Il lungo braccio di ferro all'interno del Pd tra il segretario Matteo Renzi e la minoranza dem guidata da Bersani Rossi e Speranza sembra essere giunto alla conclusione. Questa mattina l'ex premier ha rassegnato le dimissioni formali dalla carica di segretario del partito. Matteo Orfini, presidente del Partito Democratico, ha convocato un'assemblea generale per l'elezione di un nuovo segretario. E per cercare di risanare una scissione che pare, forse, sempre più inevitabile.

Le dimissioni di Renzi

''Non si può chiedere a una persona di non candidarsi perché solo questo evita scissione.
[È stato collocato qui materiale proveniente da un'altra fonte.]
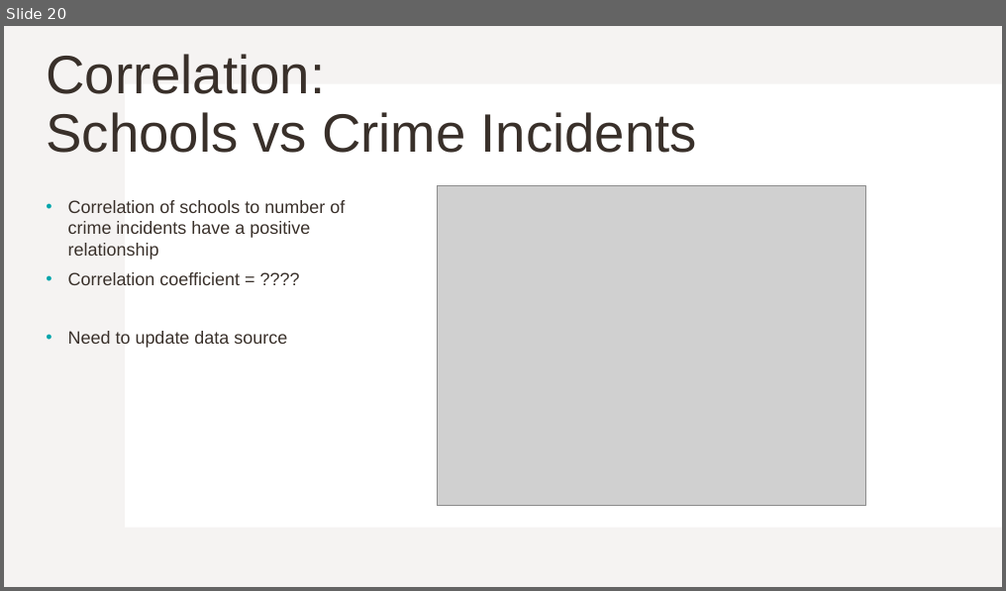
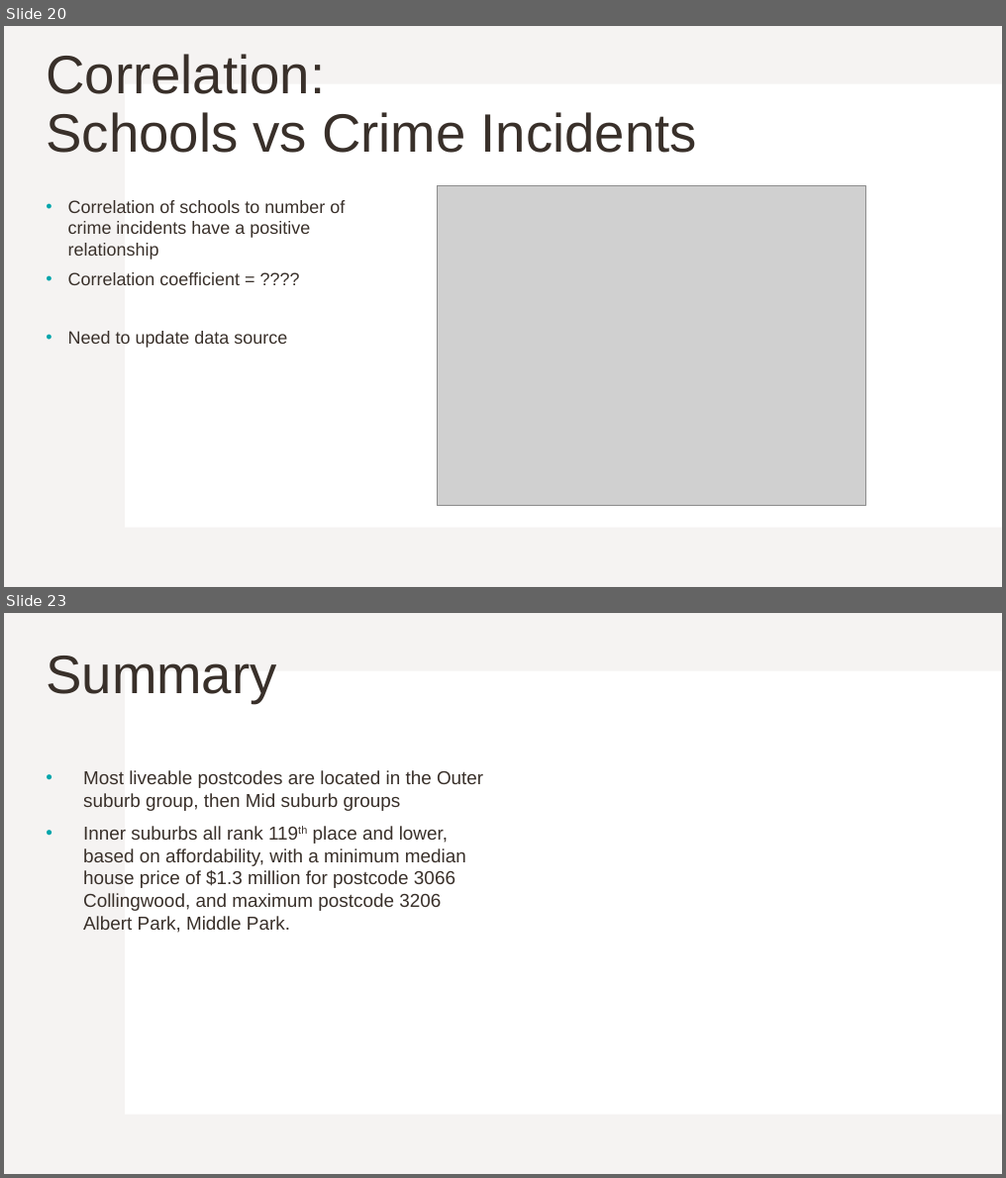
Before and after one commit to Kakhai1/bootcamp_project, a slide deck: Project 1 - Group 6 Slides_KT.pptx. Shown one above the other, each under a label of ours: slide 20 before the commit, slides 20 and 23 after it; the slides between them are not shown. The pictures are 1006x591 and 1006x1178 pixels, drawn with LibreOffice and Linux fonts; fonts in the diff are those of the drawing; grey boxes stand for pictures. Boxes give left, top, right and bottom in pixels: in the first picture for what was removed or moved away, otherwise in the second. Text is boxed around its words. In the diff, an @@ line names an element or a change of style, - is before the commit and + after.

```diff
--- a/Project 1 - Group 6 Slides_KT.pptx
+++ b/Project 1 - Group 6 Slides_KT.pptx
@@ slide 23 added at [4, 613, 1002, 1174], background #FFFFFF; not listed: 2 template elements that a slide beside it also shows @@
@@ title added at [46, 656, 276, 703], 52 pt, text #39302A @@
+Summary
@@ text added at [83, 770, 483, 933], 18 pt, text #39302A @@
+• Most liveable postcodes are located in the Outer suburb group, then Mid suburb groups
+• Inner suburbs all rank 119th place and lower, based on affordability, with a minimum median house price of $1.3 million for postcode 3066 Collingwood, and maximum postcode 3206 Albert Park, Middle Park.
```
Also in this commit, not shown: 1 slide changed, 2 other slides added.

Avete il diritto di sconfiggerci, non di eliminarci''. Con questa parole Matteo Renzi ha aperto questa mattina il suo intervento nel corso dell'assemblea nazionale del Pd tenutasi a Roma. 'Scissione è una delle parole peggiori, peggio c'è solo la parola ricatto'', continua l'ex premier, 'È impossibile che per la volontà di pochi si blocchi tutto un partito''. Un messaggio rivolto alla minoranza dem, che in questi giorni aveva pressato l'ala maggioritaria del partito, e Renzi in particolare, per continuare a garantire appoggio al governo Gentiloni.
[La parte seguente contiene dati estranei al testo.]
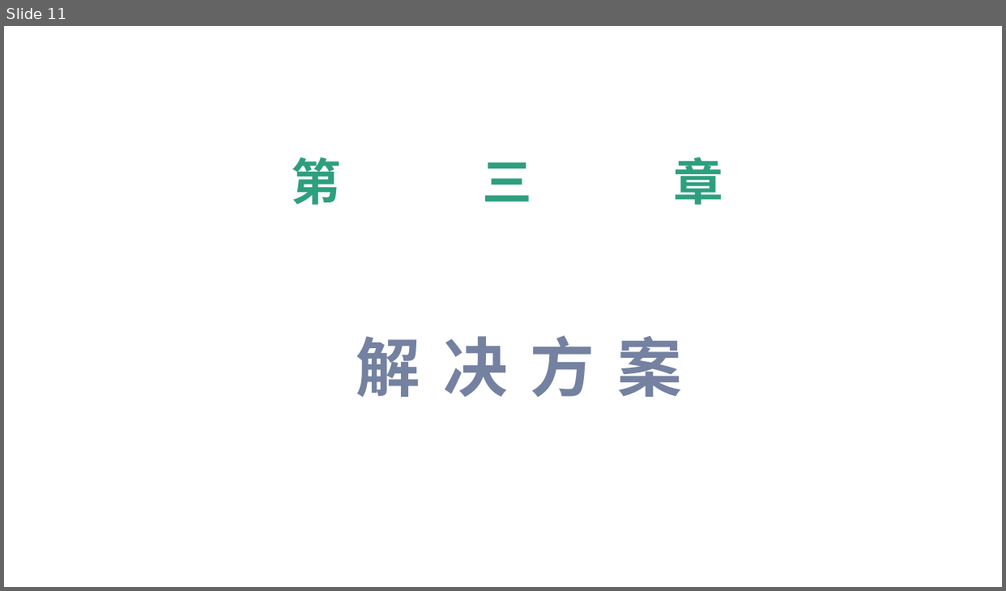
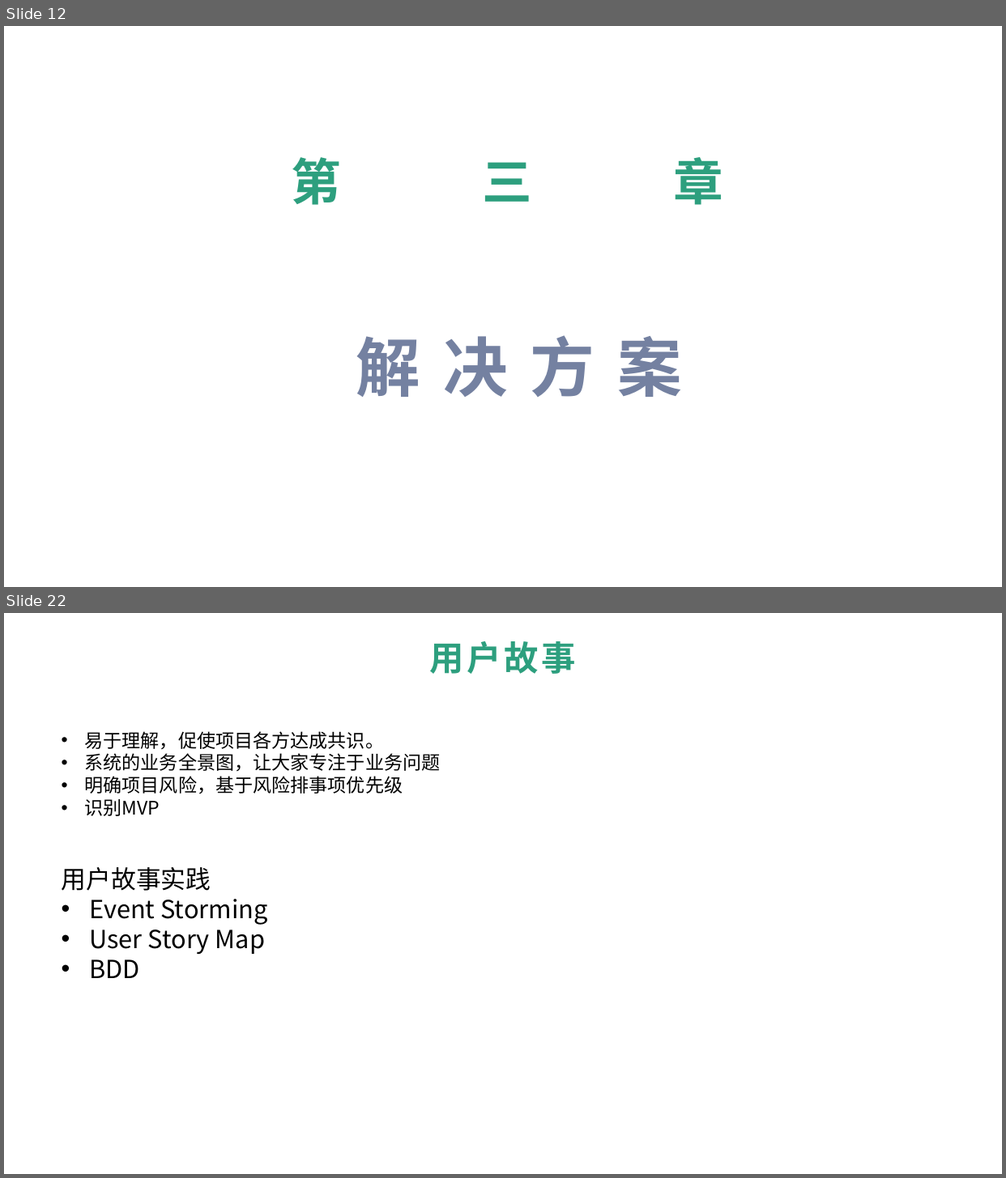
Before and after one commit to tigerlw/product-design, a slide deck: Lean_agile.pptx. Shown one above the other, each under a label of ours: slide 11 before the commit, slides 12 and 22 after it; the slides between them are not shown. The pictures are 1006x591 and 1006x1178 pixels, drawn with LibreOffice and Linux fonts; fonts in the diff are those of the drawing; background and template pictures are left out. Boxes give left, top, right and bottom in pixels: in the first picture for what was removed or moved away, otherwise in the second. Text is boxed around its words. In the diff, an @@ line names an element or a change of style, - is before the commit and + after.

```diff
--- a/Lean_agile.pptx
+++ b/Lean_agile.pptx
@@ slide 22 added at box(4, 613, 1002, 1174), background picture (left out) @@
@@ text added at box(429, 641, 576, 674), 33 pt, text #2D9F7E, bold @@
+用户故事
@@ text added at box(62, 731, 441, 978), 18 pt, text #000000 @@
+• 易于理解，促使项目各方达成共识。
+• 系统的业务全景图，让大家专注于业务问题
+• 明确项目风险，基于风险排事项优先级
+• 识别MVP
+用户故事实践
+• Event Storming
+• User Story Map
+• BDD
@@ what was slide 11 is now slide 12 @@
```
Also in this commit, not shown: 17 other slides added, 21 slides removed, 1 other file.

Le richieste della minoranza

Tema del contendere era stata anche la necessità di indire una conferenza per concordare un nuovo programma politico e, soprattutto, l'organizzazione delle primarie di partito in autunno per eleggere un nuovo leader.

In caso contrario D'Alema, Rossi e Speranza avevano parlato addirittura di scissione, prospettando una spaccatura insanabile tra le due correnti del Pd - la maggioranza vicina a Renzi e l'ala minoritaria. Lorenzo Guerini, vicesegretario Pd, aveva già parlato ieri di ''ultimatum non ricevibili''. Le dimissioni di Renzi tentano quindi di riavvicinare le due anime del partito.

Il ministro dei trasporti Graziano Delrio assicura che si sta facendo di tutto per tenere unito il Pd. Il pericolo di una scissione interna sembra quindi per ora scongiurato. Eppure non è detto che proprio da Renzi e dai fedelissimi non arrivi l'ennesimo colpo di coda.